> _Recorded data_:
=== Section Start ===

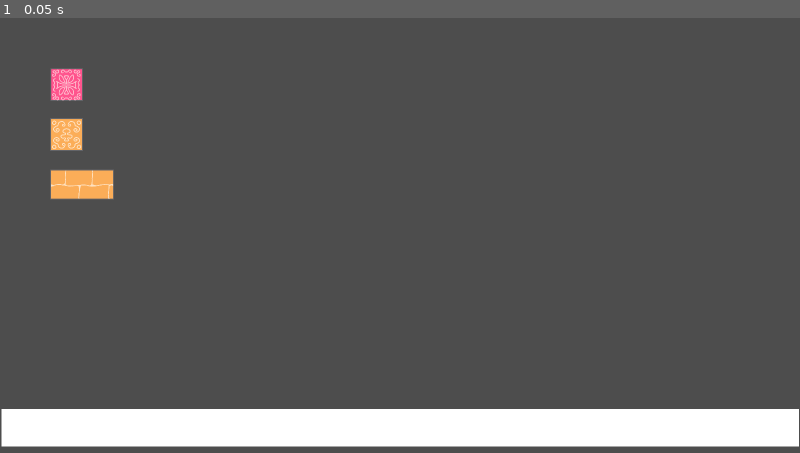
Above: before the commit, frame 1.
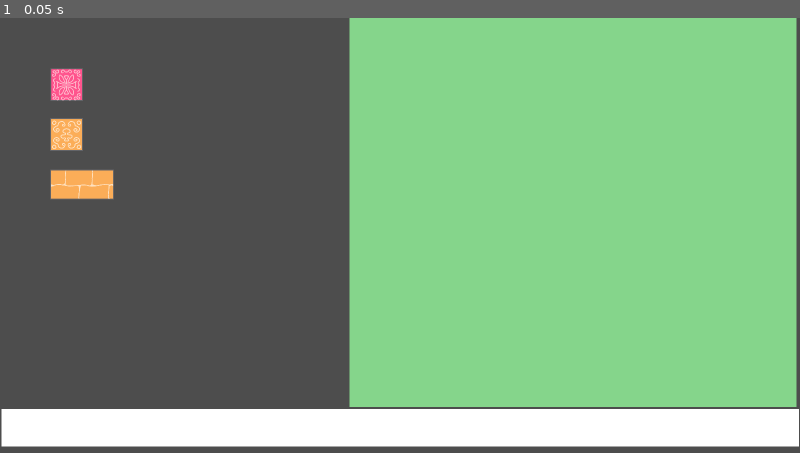
Above: after the commit, the same moment.

Repository: yjin910517/godot-physics-toys
Game: Godot game, scene res://scenes/Main.tscn
The game is run twice, just before and just after one commit, with the same random seed, the same clock (stepped at 60 frames per second) and the same inputs. The project has no main scene, so this scene is started directly.
Inputs:
- Up to frame 1 (0.05 s): no input

The runs differ from the first frame. In frame 1, 50% of the frame differs, in the area x 43-100%, y 0-90%.

Commit message:
set up playground area

Diff:
--- a/scenes/Main.tscn
+++ b/scenes/Main.tscn
@@ -1,6 +1,7 @@
-[gd_scene load_steps=5 format=3 uid="uid://dv4qqoik3ktus"]
+[gd_scene load_steps=6 format=3 uid="uid://dv4qqoik3ktus"]
 
 [ext_resource type="Script" path="res://scripts/main.gd" id="1_k3f3p"]
+[ext_resource type="Script" path="res://scripts/playground.gd" id="2_6v2wy"]
 [ext_resource type="PackedScene" uid="uid://bk7cqf1ypt21e" path="res://scenes/ToyBoxMenu.tscn" id="2_m1mll"]
 [ext_resource type="PackedScene" uid="uid://dsbngp2q5qcl3" path="res://scenes/Ghost.tscn" id="3_udox3"]
 
@@ -11,6 +12,25 @@
 script = ExtResource("1_k3f3p")
 
 [node name="Blocks" type="Node2D" parent="."]
+position = Vector2(699, 0)
+
+[node name="Playground" type="Node2D" parent="."]
+position = Vector2(699, 0)
+script = ExtResource("2_6v2wy")
+metadata/_edit_group_ = true
+
+[node name="BG" type="ColorRect" parent="Playground"]
+offset_right = 894.0
+offset_bottom = 778.0
+color = Color(0.522069, 0.833581, 0.545033, 1)
+
+[node name="Control" type="Control" parent="Playground/BG"]
+layout_mode = 1
+anchors_preset = 15
+anchor_right = 1.0
+anchor_bottom = 1.0
+grow_horizontal = 2
+grow_vertical = 2
 
 [node name="Floor" type="StaticBody2D" parent="."]
 position = Vector2(118, 735)
--- a/scripts/main.gd
+++ b/scripts/main.gd
@@ -1,5 +1,6 @@
 extends Node2D
 
+@onready var playground: Node2D = $Playground
 @onready var blocks_container: Node2D = $Blocks
 @onready var block_menu: ToyBox = $Menu
 @onready var ghost: Ghost = $Ghost
@@ -10,6 +11,8 @@
 
 func _ready():
 	block_menu.connect("block_selected", Callable(self, "_on_block_selected"))
+	playground.connect("is_in_playground", Callable(self, "_on_playground"))
+
 
 	ghost.visible = false
 
@@ -28,7 +31,13 @@
 
 	# update ghost
 	ghost.set_texture(data["icon"])
-	ghost.visible = true
+
+
+func _on_playground(status):
+	if selected_block_id == "":
+		return
+
+	ghost.visible = status
 
 
 func _unhandled_input(event):
--- /dev/null
+++ b/scripts/playground.gd
@@ -0,0 +1,19 @@
+extends Node2D
+
+signal is_in_playground(status: bool)
+
+# @onready var blocks_container: Node2D = $Blocks
+@onready var pg_control: Control = $BG/Control
+
+# Called when the node enters the scene tree for the first time.
+func _ready() -> void:
+	pg_control.connect("mouse_entered", Callable(self, "_on_mouse_entered"))
+	pg_control.connect("mouse_exited", Callable(self, "_on_mouse_exited"))
+
+
+func _on_mouse_entered():
+	emit_signal("is_in_playground", true)
+
+
+func _on_mouse_exited():
+	emit_signal("is_in_playground", false)
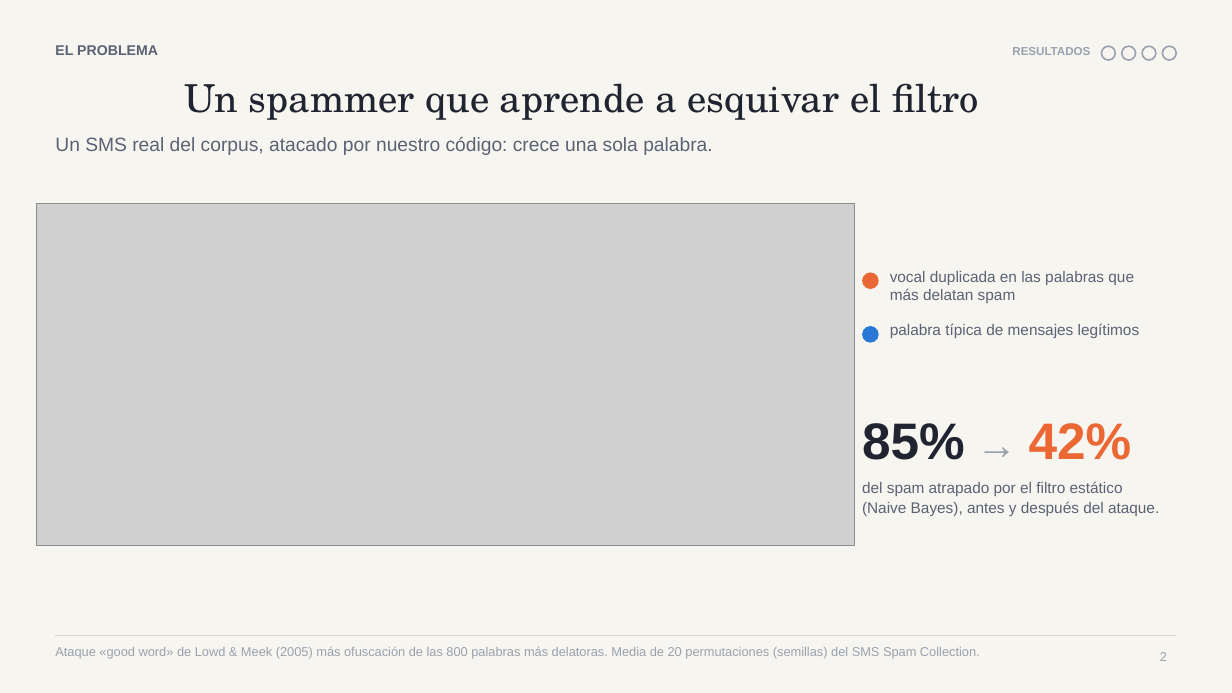
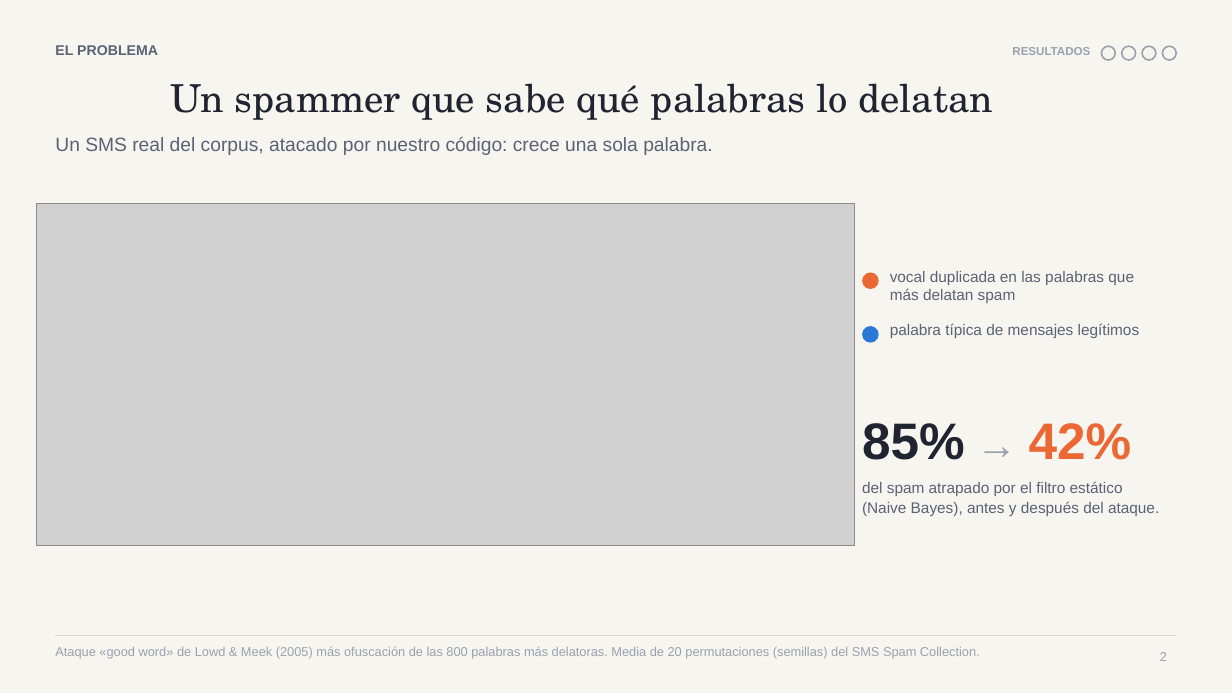
Before and after one commit to pmdiaz/spam-detection-hedge, a slide deck: slide 2 of presentacion/combinar_o_reentrenar v2.pptx. Drawn at 1232x693 pixels with LibreOffice and Linux fonts; fonts in the diff are those of the drawing; grey boxes stand for pictures. Boxes give left, top, right and bottom in pixels: in the first picture for what was removed or moved away, otherwise in the second. Text is boxed around its words. In the diff, an @@ line names an element or a change of style, - is before the commit and + after.

```diff
--- a/presentacion/combinar_o_reentrenar v2.pptx
+++ b/presentacion/combinar_o_reentrenar v2.pptx
@@ title at box(171, 83, 993, 120): text changed @@
-Un spammer que aprende a esquivar el filtro
+Un spammer que sabe qué palabras lo delatan
```
Also in this commit, not shown: 2 other slides changed, 1 slide added, 5 other files.

=== Section End ===

> _Requirement_: If a line of the records above holds the word "game", show it.

> _Solution to this task_:
Game: Godot game, scene res://scenes/Main.tscn
The game is run twice, just before and just after one commit, with the same random seed, the same clock (stepped at 60 frames per second) and the same inputs. The project has no main scene, so this scene is started directly.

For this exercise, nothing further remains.